Walter Roberson 2022 年 7 月 6 日

MATLAB Online で開く

As discussed in your previous question, you have the difficulty that you are working with a matrix whose determinant is on the order of 10^250

On the first ModeXY matrix that is generated, there are only four unique values. If you construct a representative symbolic matrix in terms of the pattern of unique values, and take det() of it, and substitute in the unique values, then that is a lot faster than calculating det() of the original matrix symbolically.

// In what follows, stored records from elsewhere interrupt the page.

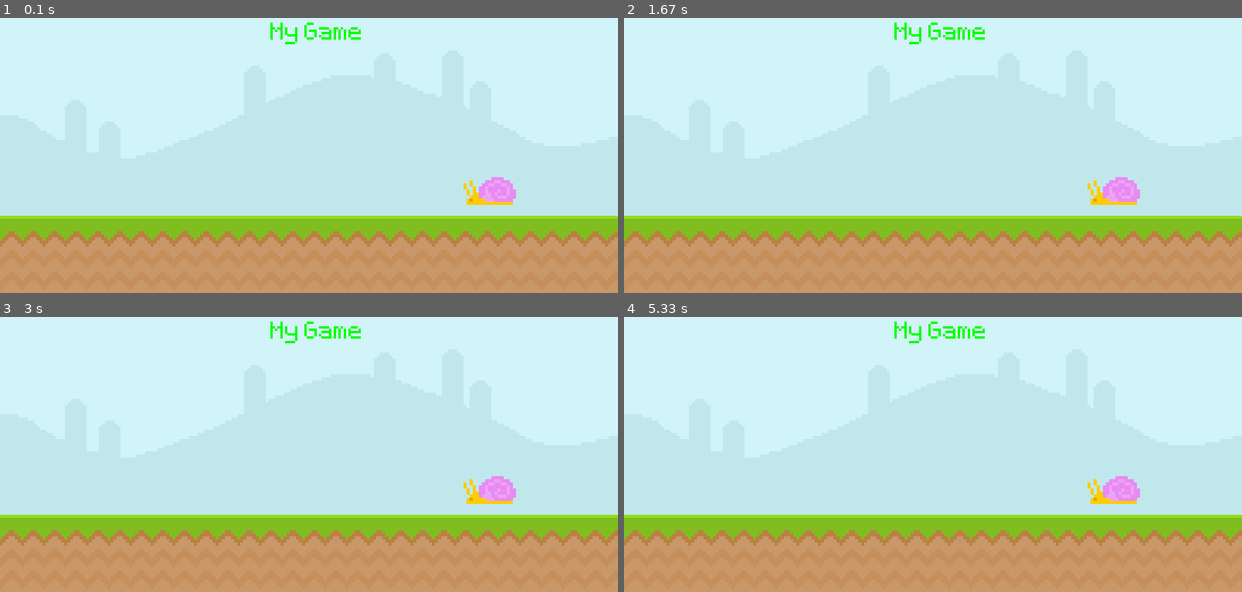
Above: before the commit, frames 1-4 (two rows, left to right).
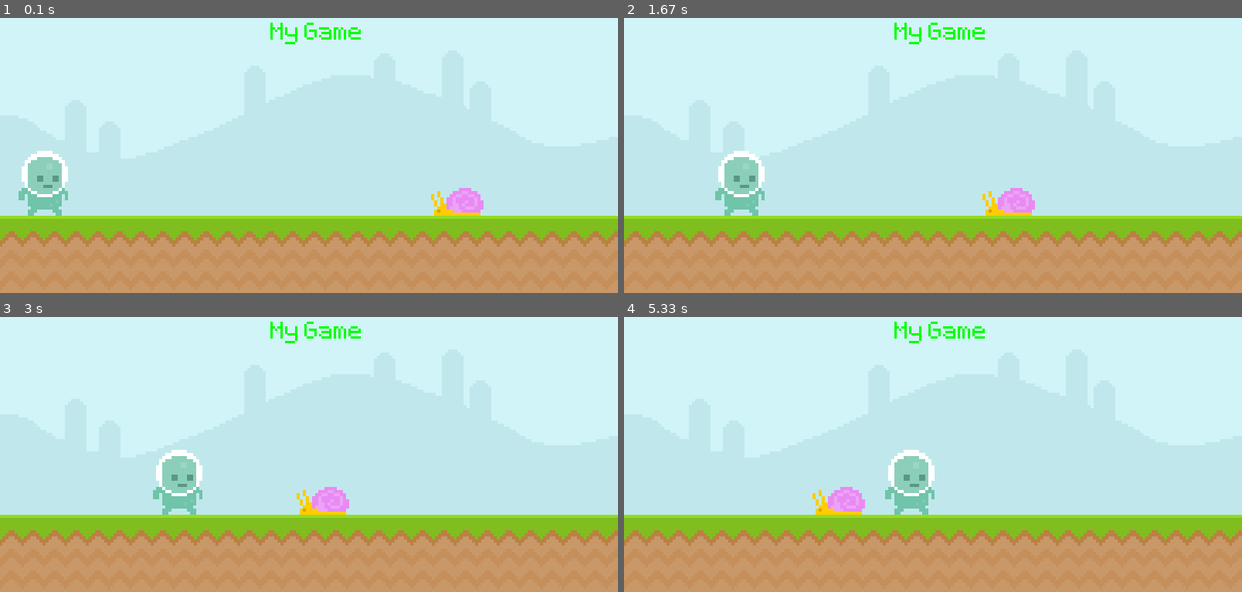
Above: after the commit, the same moments.

Repository: rustavellyne/pygame
Game: pygame game, started from main.py
The game is run twice, just before and just after one commit, with the same random seed, the same clock (stepped at 60 frames per second) and the same inputs.
Inputs:
- Up to frame 1 (0.1 s): no input
- Up to frame 2 (1.67 s): no input
- Up to frame 3 (3 s): no input
- Up to frame 4 (5.33 s): no input

The runs differ from the first frame. In frame 1, 2.6% of the frame differs, in the area x 3-84%, y 48-72%; in frame 2, 2.7%, in the area x 14-84%, y 48-72%; in frame 3, 2.7%; in frame 4, 2.7%.

Commit message:
add player rectangle

Diff:
--- a/main.py
+++ b/main.py
@@ -10,7 +10,11 @@
 sky_surface = pygame.image.load('./assets/graphics/Sky.png').convert()
 ground_surface = pygame.image.load('./assets/graphics/ground.png').convert()
 text_surface = main_font.render('My Game', False, 'Green')
+
 snail_surface = pygame.image.load('./assets/graphics/snail/snail1.png').convert_alpha()
+snail_rect = snail_surface.get_rect(midbottom=(600, 300));
+player_surface = pygame.image.load('./assets/graphics/Player/player_walk_1.png').convert_alpha()
+player_rect = player_surface.get_rect(midbottom=(50,300))
 
 while True:
     for event in pygame.event.get():
@@ -21,7 +25,14 @@
     screen.blit(sky_surface, (0, 0))
     screen.blit(ground_surface, (0, 300))
     screen.blit(text_surface, (350, 50))
-    screen.blit(snail_surface, (600, 250))
+    if snail_rect.left < -100:
+        snail_rect.left = 800
+    if player_rect.left > 800:
+        player_rect.left = -50
+    snail_rect.left -= 1
+    player_rect.left += 1
+    screen.blit(snail_surface, snail_rect)
+    screen.blit(player_surface, player_rect)
     # draw all elements
     # update everything
     pygame.display.update()

The idea of calculating it symbolically being to reduce the error in the calculation of det()

ModeXY = [M1,M2,M2,M2;...
                  M2,M1,M2,M2;...
                  M2,M2,M1,M2;...
                  M2,M2,M2,M1];%size:(2*4,2*4)

That promises that the pattern continues of there being only 4 unique elements in the matrix, so you can

pre-calculate the determinant as

(V1 + V2 - V3 - V4)^3*(V1 - V2 - V3 + V4)^3*(V1 + V2 + 3*V3 + 3*V4)*(V1 - V2 + 3*V3 - 3*V4)

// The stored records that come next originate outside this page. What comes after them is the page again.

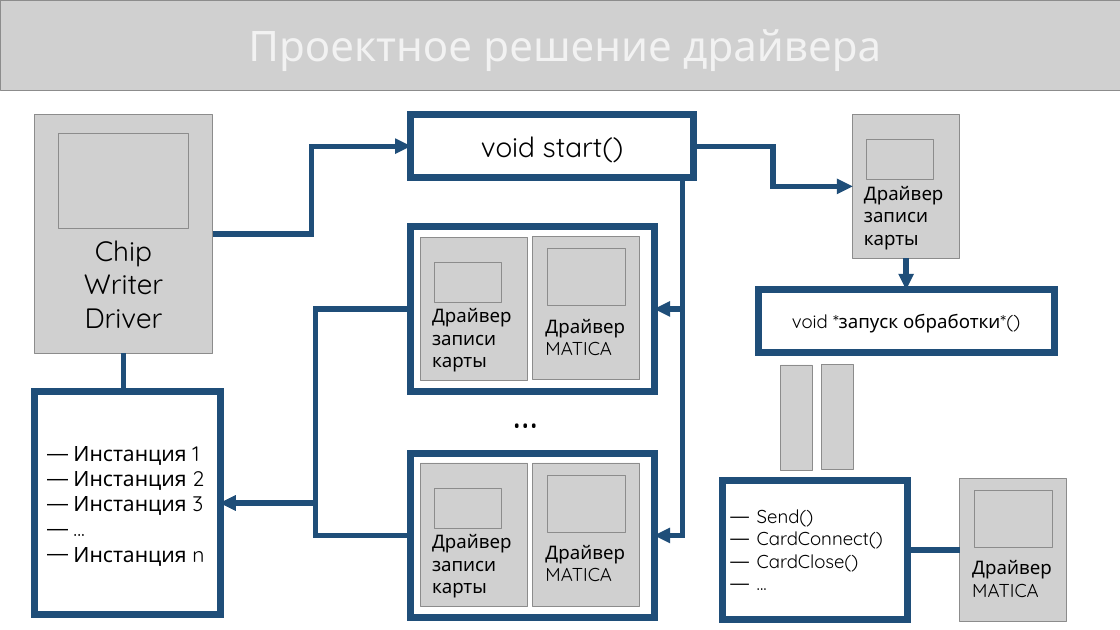
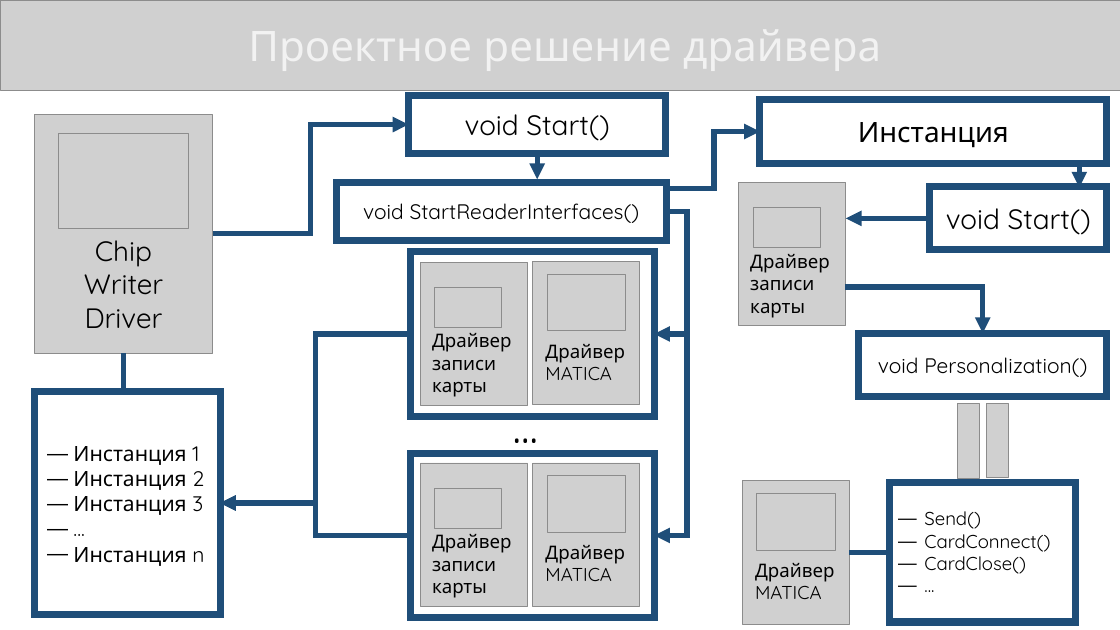
Before and after one commit to KonstantinShemyakin/Diplom, a slide deck: slide 10 of Presentation/NMSTU_Presentation.pptx. Drawn at 1120x630 pixels with LibreOffice and Linux fonts; fonts in the diff are those of the drawing; grey boxes stand for pictures. Boxes give left, top, right and bottom in pixels: in the first picture for what was removed or moved away, otherwise in the second. Text is boxed around its words. In the diff, an @@ line names an element or a change of style, - is before the commit and + after.

```diff
--- a/Presentation/NMSTU_Presentation.pptx
+++ b/Presentation/NMSTU_Presentation.pptx
@@ rectangle "void Start()": place and size @@
-rectangle "void Start()" at (411, 114, 693, 177)
+rectangle "void Start()" at (408, 96, 666, 154)
@@ text in rectangle at (465, 114, 609, 141): text changed @@
-void start()
+void Start()
@@ rectangle added at (760, 100, 1107, 163), outline #1F4E79 6 pt, 24 pt, text #000000 @@
+Инстанция
@@ elbow arrow moved from (213, 234) - (411, 146) to (213, 234) - (408, 124) @@
@@ elbow arrow moved from (694, 146) - (853, 187) to (668, 189) - (760, 132) @@
@@ arrow added from (538, 154) to (538, 179), #1F4E79 4.5 pt @@
@@ arrow moved from (907, 258) - (907, 290) to (1080, 161) - (1080, 187) @@
@@ rectangle added at (337, 182, 666, 240), outline #1F4E79 6 pt, 18 pt, text #000000 @@
+void StartReaderInterfaces()
@@ picture: place and size @@
-picture at (853, 114, 960, 258)
+picture at (739, 182, 846, 326)
@@ picture: place and size @@
-picture at (867, 139, 934, 180)
+picture at (754, 208, 821, 248)
@@ rectangle "void Start()": place and size @@
-rectangle "void Start()" at (759, 290, 1054, 353)
+rectangle "void Start()" at (930, 187, 1107, 250)
@@ text in rectangle at (946, 208, 1091, 235): text changed; size 16 to 24 pt @@
-void *запуск обработки*()
+void Start()
@@ elbow arrow moved from (683, 178) - (655, 535) to (666, 212) - (655, 535) @@
@@ elbow arrow moved from (683, 178) - (655, 309) to (666, 212) - (655, 334) @@
@@ arrow added from (930, 218) to (846, 218), #1F4E79 4.5 pt @@
@@ 4 pictures, 2 texts, 1 rectangle: place and size @@
-4 pictures, 2 texts, 1 rectangle at (411, 227, 655, 392)
+4 pictures, 2 texts, 1 rectangle at (411, 251, 655, 416)
@@ text "Драйвер записи карты": place and size @@
-text "Драйвер записи карты" at (864, 186, 944, 250)
+text "Драйвер записи карты" at (750, 254, 830, 318)
@@ elbow arrow added from (845, 287) to (983, 334), #1F4E79 4.5 pt @@
@@ elbow arrow moved from (411, 309) - (220, 503) to (411, 334) - (220, 503) @@
@@ rectangle added at (859, 334, 1107, 397), outline #1F4E79 6 pt, 18 pt, text #000000 @@
+void Personalization()
@@ text "...": place and size @@
-text "..." at (505, 377, 561, 442)
+text "..." at (505, 392, 561, 457)
@@ picture: place and size @@
-picture at (781, 365, 812, 471)
+picture at (957, 404, 979, 478)
@@ picture: place and size @@
-picture at (822, 364, 853, 469)
+picture at (987, 403, 1009, 478)
@@ picture: place and size @@
-picture at (960, 478, 1066, 622)
+picture at (743, 481, 849, 624)
@@ picture: place and size @@
-picture at (975, 491, 1053, 548)
+picture at (757, 493, 835, 550)
@@ text "Send()": place and size @@
-text "Send()" at (757, 509, 883, 572)
+text "Send()" at (924, 511, 1050, 574)
@@ rectangle: place and size @@
-rectangle at (723, 481, 908, 620)
+rectangle at (890, 483, 1075, 623)
@@ text "Драйвер": place and size @@
-text "Драйвер" at (972, 560, 1052, 597)
+text "Драйвер" at (755, 563, 835, 599)
@@ line moved from (960, 550) - (908, 550) to (849, 553) - (890, 553) @@
```
Also in this commit, not shown: 1 other slide changed, 1 slide added, 2 slides removed.

which would be 0 if and only if any one of the sub-expressions is 0, which happens if

V1 + V2 = V3 + V4
V1 + V4 = V2 + V3
V1 + 3*V3 = V2 + 3*V4
V1 + V2 + 3*V3 + 3*V4 == 0

You might be able to take advantage of those to seek for a zero with a lower range.

ma Jack 2022 年 7 月 7 日

Sir thank you for your suggestion, but I think Mr. Matt J's answer is better.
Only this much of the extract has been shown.